Material for the task below:

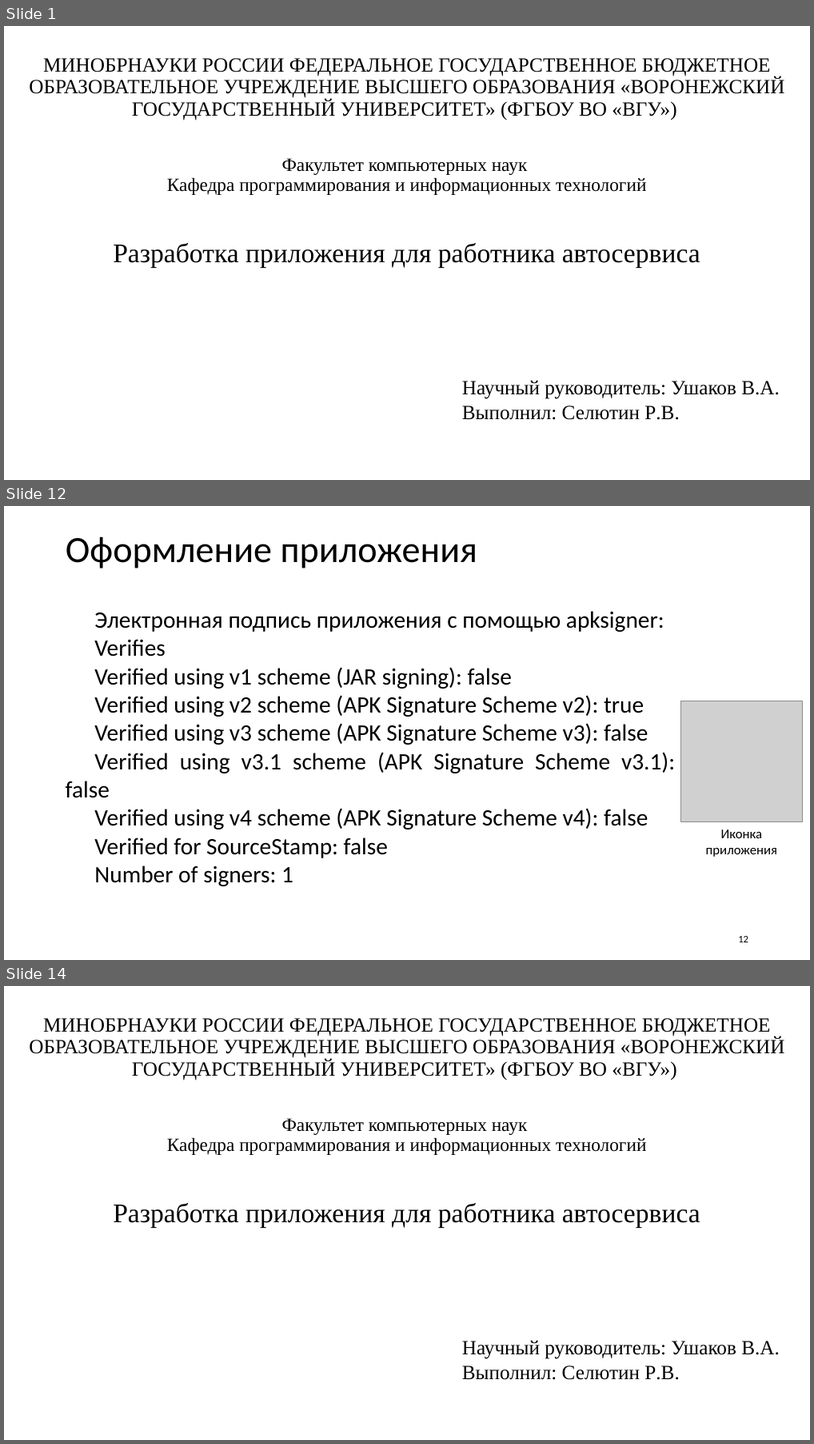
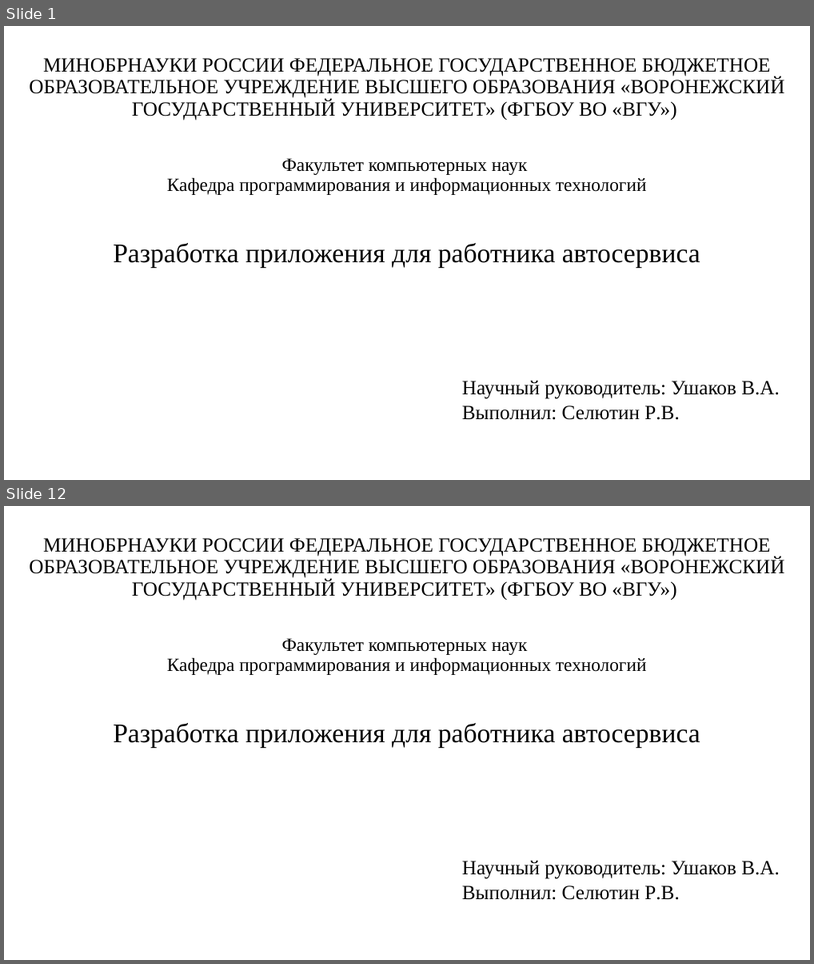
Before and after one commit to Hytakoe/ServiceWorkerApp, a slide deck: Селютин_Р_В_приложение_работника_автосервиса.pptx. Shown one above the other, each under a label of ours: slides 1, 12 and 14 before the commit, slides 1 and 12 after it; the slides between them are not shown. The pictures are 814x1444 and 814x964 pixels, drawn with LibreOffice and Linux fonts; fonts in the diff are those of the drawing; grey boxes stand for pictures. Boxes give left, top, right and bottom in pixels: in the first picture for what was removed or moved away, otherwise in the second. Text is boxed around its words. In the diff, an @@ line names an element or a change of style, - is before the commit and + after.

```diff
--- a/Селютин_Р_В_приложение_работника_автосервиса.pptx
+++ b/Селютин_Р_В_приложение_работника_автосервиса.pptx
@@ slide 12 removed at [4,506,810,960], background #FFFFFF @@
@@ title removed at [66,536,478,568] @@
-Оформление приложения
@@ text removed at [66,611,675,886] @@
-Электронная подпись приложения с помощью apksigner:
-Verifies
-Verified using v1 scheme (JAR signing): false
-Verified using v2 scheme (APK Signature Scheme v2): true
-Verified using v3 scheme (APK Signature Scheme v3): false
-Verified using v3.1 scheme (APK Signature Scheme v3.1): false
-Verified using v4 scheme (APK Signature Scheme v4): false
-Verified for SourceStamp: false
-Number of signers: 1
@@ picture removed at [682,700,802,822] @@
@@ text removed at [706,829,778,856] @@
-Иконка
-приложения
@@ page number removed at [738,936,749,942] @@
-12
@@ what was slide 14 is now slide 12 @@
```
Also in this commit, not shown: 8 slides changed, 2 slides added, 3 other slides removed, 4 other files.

End of Material for the task.
Material for the task below:

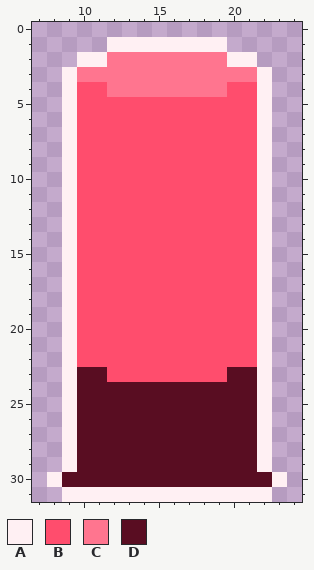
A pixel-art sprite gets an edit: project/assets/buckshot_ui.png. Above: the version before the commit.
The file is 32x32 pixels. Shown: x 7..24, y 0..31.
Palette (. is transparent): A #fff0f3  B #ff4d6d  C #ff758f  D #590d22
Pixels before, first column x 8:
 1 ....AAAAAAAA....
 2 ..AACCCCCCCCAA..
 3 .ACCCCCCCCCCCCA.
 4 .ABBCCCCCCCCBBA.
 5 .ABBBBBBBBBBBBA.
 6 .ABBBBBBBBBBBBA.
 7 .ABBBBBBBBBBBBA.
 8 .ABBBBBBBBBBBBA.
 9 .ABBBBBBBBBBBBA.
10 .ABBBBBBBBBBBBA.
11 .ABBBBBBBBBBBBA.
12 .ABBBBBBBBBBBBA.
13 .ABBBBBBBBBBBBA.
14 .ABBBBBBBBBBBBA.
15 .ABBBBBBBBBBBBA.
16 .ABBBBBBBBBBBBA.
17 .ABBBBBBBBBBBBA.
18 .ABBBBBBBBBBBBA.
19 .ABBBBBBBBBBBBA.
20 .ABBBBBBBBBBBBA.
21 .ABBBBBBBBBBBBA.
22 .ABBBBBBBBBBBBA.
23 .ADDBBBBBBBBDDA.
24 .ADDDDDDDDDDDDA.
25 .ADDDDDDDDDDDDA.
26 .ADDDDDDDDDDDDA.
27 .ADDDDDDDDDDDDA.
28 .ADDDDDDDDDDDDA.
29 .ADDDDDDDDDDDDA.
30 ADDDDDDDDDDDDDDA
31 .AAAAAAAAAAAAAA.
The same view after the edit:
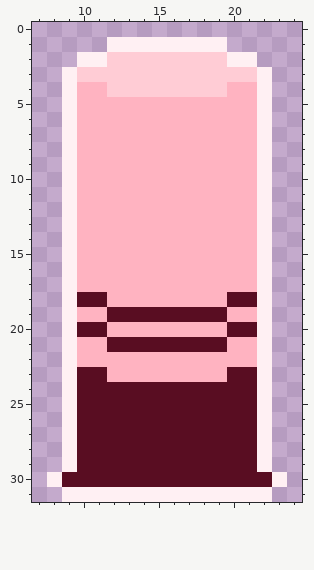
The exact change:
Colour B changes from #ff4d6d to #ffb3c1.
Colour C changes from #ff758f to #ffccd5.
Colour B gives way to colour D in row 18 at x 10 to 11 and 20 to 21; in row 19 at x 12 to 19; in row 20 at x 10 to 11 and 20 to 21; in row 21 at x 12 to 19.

End of Material for the task.

About this exercise: Among the lines above, find the ones containing "edit" and copy them.

Exercise answer:
A pixel-art sprite gets an edit: project/assets/buckshot_ui.png. Above: the version before the commit.
The same view after the edit:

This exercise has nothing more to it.